• Work order
Each line in the records below, from the one that contains "tab_outer_radius = 5.3" to the one that contains "part of the", should be reproduced exactly, the first and last included.

• Information shown

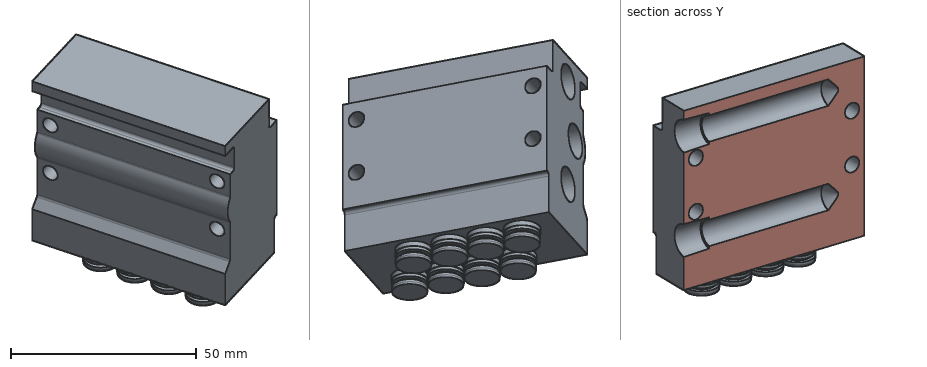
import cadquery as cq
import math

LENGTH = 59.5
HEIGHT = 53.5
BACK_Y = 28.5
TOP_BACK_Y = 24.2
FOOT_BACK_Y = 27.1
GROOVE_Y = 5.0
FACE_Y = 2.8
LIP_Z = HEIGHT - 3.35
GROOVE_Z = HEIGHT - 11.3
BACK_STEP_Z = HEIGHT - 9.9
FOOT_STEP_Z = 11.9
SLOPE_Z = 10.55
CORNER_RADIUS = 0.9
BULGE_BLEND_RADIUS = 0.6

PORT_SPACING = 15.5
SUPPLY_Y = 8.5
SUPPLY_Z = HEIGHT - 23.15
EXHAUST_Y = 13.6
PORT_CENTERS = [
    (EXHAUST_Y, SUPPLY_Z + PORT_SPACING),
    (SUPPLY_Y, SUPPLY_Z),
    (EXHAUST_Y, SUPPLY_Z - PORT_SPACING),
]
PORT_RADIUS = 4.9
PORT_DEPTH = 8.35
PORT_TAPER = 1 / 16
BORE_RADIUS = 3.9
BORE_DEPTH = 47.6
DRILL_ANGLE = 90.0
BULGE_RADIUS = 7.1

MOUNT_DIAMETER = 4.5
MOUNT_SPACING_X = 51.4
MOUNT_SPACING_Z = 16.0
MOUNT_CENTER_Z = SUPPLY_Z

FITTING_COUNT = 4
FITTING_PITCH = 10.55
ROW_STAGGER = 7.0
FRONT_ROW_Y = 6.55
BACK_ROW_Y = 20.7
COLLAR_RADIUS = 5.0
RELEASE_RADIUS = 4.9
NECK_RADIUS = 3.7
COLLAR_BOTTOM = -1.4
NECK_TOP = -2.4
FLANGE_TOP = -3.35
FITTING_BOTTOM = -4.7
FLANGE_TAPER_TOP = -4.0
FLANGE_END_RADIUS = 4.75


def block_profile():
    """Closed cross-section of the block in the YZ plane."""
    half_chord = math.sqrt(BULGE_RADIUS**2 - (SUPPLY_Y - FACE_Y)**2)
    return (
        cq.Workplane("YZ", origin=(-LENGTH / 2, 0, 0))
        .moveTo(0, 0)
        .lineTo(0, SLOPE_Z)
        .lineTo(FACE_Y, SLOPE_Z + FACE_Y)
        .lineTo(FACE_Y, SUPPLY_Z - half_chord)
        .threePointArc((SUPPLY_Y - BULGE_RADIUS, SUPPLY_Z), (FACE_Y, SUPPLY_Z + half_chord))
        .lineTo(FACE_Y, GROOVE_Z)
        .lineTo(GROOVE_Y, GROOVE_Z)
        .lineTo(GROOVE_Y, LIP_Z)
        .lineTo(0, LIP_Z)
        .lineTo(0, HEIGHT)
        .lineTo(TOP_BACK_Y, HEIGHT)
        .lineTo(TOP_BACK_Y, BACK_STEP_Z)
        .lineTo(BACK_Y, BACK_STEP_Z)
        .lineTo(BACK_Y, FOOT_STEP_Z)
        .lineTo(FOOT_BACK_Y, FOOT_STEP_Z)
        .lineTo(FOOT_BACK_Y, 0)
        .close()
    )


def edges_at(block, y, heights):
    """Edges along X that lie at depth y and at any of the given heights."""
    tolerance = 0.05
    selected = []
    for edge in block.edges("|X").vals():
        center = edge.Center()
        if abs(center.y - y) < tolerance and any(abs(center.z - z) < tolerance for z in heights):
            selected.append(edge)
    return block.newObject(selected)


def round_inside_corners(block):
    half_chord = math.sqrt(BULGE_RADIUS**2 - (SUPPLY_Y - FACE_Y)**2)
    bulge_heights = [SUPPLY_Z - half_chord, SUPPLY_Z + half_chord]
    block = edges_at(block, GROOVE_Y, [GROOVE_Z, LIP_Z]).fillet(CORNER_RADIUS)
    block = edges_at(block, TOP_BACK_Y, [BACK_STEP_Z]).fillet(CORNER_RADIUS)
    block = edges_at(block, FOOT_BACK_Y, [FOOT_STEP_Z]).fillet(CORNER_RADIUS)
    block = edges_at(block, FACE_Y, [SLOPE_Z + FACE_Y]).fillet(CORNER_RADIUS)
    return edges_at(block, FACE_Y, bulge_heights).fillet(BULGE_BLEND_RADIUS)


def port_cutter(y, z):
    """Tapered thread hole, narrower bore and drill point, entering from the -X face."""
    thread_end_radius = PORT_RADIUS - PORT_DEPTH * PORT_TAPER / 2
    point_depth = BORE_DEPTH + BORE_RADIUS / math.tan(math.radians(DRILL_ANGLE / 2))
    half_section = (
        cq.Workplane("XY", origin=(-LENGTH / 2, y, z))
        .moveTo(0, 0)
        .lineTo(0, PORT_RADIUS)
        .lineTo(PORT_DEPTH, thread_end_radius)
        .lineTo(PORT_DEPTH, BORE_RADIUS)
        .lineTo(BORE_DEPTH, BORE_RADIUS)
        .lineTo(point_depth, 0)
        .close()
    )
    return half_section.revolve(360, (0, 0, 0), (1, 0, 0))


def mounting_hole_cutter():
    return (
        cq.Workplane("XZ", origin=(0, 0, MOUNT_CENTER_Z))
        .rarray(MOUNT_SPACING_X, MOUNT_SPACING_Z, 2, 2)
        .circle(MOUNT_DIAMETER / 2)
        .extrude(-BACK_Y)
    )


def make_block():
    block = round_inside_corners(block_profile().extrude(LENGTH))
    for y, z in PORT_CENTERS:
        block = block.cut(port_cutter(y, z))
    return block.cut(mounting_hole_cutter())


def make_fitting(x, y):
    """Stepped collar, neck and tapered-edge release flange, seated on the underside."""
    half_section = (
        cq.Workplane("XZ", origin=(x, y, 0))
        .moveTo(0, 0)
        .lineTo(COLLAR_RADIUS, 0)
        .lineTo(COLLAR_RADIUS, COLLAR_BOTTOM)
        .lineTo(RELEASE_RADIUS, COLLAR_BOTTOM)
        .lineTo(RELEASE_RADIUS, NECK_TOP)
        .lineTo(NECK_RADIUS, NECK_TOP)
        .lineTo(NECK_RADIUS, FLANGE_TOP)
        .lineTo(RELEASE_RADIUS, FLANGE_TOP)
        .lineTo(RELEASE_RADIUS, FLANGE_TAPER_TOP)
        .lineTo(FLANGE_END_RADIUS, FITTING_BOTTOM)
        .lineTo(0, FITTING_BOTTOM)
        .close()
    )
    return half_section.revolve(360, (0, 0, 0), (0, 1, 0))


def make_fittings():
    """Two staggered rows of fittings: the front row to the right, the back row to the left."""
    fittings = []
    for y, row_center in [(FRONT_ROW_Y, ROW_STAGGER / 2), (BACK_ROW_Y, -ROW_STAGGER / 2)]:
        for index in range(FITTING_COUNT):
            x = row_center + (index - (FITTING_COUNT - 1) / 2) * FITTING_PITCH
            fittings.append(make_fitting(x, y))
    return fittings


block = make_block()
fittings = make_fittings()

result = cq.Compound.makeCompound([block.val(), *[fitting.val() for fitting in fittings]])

---

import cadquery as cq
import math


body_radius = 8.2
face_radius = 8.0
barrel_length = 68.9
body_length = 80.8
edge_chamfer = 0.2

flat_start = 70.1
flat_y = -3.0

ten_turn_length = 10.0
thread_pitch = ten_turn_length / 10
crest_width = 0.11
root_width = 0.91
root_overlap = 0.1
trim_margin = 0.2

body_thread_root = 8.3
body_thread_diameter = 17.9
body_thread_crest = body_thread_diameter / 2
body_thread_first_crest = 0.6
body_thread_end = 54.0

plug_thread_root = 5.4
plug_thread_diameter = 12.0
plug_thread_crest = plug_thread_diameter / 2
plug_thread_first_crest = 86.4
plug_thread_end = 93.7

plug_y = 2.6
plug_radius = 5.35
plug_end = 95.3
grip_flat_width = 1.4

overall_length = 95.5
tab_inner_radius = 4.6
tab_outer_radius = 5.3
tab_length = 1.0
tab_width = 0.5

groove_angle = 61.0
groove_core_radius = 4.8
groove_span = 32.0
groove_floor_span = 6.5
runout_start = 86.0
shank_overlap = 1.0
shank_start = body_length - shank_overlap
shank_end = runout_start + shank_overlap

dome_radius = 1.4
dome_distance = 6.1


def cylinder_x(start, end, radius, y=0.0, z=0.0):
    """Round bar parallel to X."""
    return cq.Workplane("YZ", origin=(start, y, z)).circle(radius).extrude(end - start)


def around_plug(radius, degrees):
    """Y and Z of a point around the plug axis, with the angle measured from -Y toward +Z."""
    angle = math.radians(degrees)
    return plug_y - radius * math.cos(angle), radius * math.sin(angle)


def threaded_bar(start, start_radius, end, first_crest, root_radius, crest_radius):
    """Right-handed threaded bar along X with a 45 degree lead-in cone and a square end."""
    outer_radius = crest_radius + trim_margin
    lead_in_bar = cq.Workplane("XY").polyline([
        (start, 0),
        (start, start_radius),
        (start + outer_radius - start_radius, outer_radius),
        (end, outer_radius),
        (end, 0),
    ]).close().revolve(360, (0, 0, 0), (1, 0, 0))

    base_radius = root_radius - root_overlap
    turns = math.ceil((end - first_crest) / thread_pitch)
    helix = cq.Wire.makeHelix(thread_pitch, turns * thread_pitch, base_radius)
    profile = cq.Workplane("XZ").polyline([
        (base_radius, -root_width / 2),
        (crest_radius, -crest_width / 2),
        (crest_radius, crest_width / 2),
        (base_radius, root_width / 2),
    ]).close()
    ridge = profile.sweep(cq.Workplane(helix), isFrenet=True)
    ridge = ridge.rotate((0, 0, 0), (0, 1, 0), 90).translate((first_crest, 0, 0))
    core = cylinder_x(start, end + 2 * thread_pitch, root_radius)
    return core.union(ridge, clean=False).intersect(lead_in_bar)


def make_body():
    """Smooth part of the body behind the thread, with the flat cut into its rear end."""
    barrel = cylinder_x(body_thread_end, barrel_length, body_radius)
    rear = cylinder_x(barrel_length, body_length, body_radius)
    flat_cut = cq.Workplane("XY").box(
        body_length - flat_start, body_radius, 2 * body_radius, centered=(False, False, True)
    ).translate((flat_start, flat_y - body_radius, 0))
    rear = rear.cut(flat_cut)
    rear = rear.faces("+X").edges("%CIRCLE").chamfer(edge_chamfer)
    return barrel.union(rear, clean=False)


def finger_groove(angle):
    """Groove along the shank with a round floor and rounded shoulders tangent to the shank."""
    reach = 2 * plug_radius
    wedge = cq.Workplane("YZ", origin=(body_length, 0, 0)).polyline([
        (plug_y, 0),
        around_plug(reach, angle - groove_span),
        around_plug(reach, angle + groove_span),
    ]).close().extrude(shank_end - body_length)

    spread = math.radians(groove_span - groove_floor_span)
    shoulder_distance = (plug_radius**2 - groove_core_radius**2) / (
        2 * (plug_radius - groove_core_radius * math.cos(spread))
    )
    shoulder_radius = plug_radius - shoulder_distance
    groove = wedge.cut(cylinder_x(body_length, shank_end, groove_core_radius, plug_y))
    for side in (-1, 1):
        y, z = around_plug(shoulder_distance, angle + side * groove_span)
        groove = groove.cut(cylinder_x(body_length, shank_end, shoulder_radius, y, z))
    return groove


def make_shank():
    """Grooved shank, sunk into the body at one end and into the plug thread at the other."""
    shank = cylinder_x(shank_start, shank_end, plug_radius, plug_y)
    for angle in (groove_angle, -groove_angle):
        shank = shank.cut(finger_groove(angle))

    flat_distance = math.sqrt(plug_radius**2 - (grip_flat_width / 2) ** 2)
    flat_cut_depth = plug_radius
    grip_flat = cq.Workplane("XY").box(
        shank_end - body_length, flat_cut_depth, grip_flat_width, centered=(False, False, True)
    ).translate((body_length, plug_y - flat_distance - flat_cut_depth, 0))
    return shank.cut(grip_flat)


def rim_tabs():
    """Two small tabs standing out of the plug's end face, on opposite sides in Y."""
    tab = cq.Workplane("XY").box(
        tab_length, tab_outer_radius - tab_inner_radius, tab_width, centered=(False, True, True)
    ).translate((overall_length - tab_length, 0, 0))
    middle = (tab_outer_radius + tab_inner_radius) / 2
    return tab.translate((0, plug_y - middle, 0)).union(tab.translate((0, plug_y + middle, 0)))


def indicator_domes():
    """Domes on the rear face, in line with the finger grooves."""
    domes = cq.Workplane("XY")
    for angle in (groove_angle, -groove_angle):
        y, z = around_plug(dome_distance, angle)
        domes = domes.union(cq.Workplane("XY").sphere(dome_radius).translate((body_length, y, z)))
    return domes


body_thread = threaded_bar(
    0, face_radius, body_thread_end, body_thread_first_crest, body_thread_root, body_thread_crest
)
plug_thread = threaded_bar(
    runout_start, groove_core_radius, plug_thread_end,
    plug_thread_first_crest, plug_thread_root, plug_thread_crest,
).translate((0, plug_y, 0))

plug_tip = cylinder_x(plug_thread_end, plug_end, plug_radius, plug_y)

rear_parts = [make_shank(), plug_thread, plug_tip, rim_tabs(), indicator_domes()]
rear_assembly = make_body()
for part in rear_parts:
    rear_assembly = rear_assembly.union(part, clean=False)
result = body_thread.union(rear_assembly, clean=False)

• Exercise solution
tab_outer_radius = 5.3
tab_length = 1.0
tab_width = 0.5

groove_angle = 61.0
groove_core_radius = 4.8
groove_span = 32.0
groove_floor_span = 6.5
runout_start = 86.0
shank_overlap = 1.0
shank_start = body_length - shank_overlap
shank_end = runout_start + shank_overlap

dome_radius = 1.4
dome_distance = 6.1


def cylinder_x(start, end, radius, y=0.0, z=0.0):
    """Round bar parallel to X."""
    return cq.Workplane("YZ", origin=(start, y, z)).circle(radius).extrude(end - start)


def around_plug(radius, degrees):
    """Y and Z of a point around the plug axis, with the angle measured from -Y toward +Z."""
    angle = math.radians(degrees)
    return plug_y - radius * math.cos(angle), radius * math.sin(angle)


def threaded_bar(start, start_radius, end, first_crest, root_radius, crest_radius):
    """Right-handed threaded bar along X with a 45 degree lead-in cone and a square end."""
    outer_radius = crest_radius + trim_margin
    lead_in_bar = cq.Workplane("XY").polyline([
        (start, 0),
        (start, start_radius),
        (start + outer_radius - start_radius, outer_radius),
        (end, outer_radius),
        (end, 0),
    ]).close().revolve(360, (0, 0, 0), (1, 0, 0))

    base_radius = root_radius - root_overlap
    turns = math.ceil((end - first_crest) / thread_pitch)
    helix = cq.Wire.makeHelix(thread_pitch, turns * thread_pitch, base_radius)
    profile = cq.Workplane("XZ").polyline([
        (base_radius, -root_width / 2),
        (crest_radius, -crest_width / 2),
        (crest_radius, crest_width / 2),
        (base_radius, root_width / 2),
    ]).close()
    ridge = profile.sweep(cq.Workplane(helix), isFrenet=True)
    ridge = ridge.rotate((0, 0, 0), (0, 1, 0), 90).translate((first_crest, 0, 0))
    core = cylinder_x(start, end + 2 * thread_pitch, root_radius)
    return core.union(ridge, clean=False).intersect(lead_in_bar)


def make_body():
    """Smooth part of the body behind the thread, with the flat cut into its rear end."""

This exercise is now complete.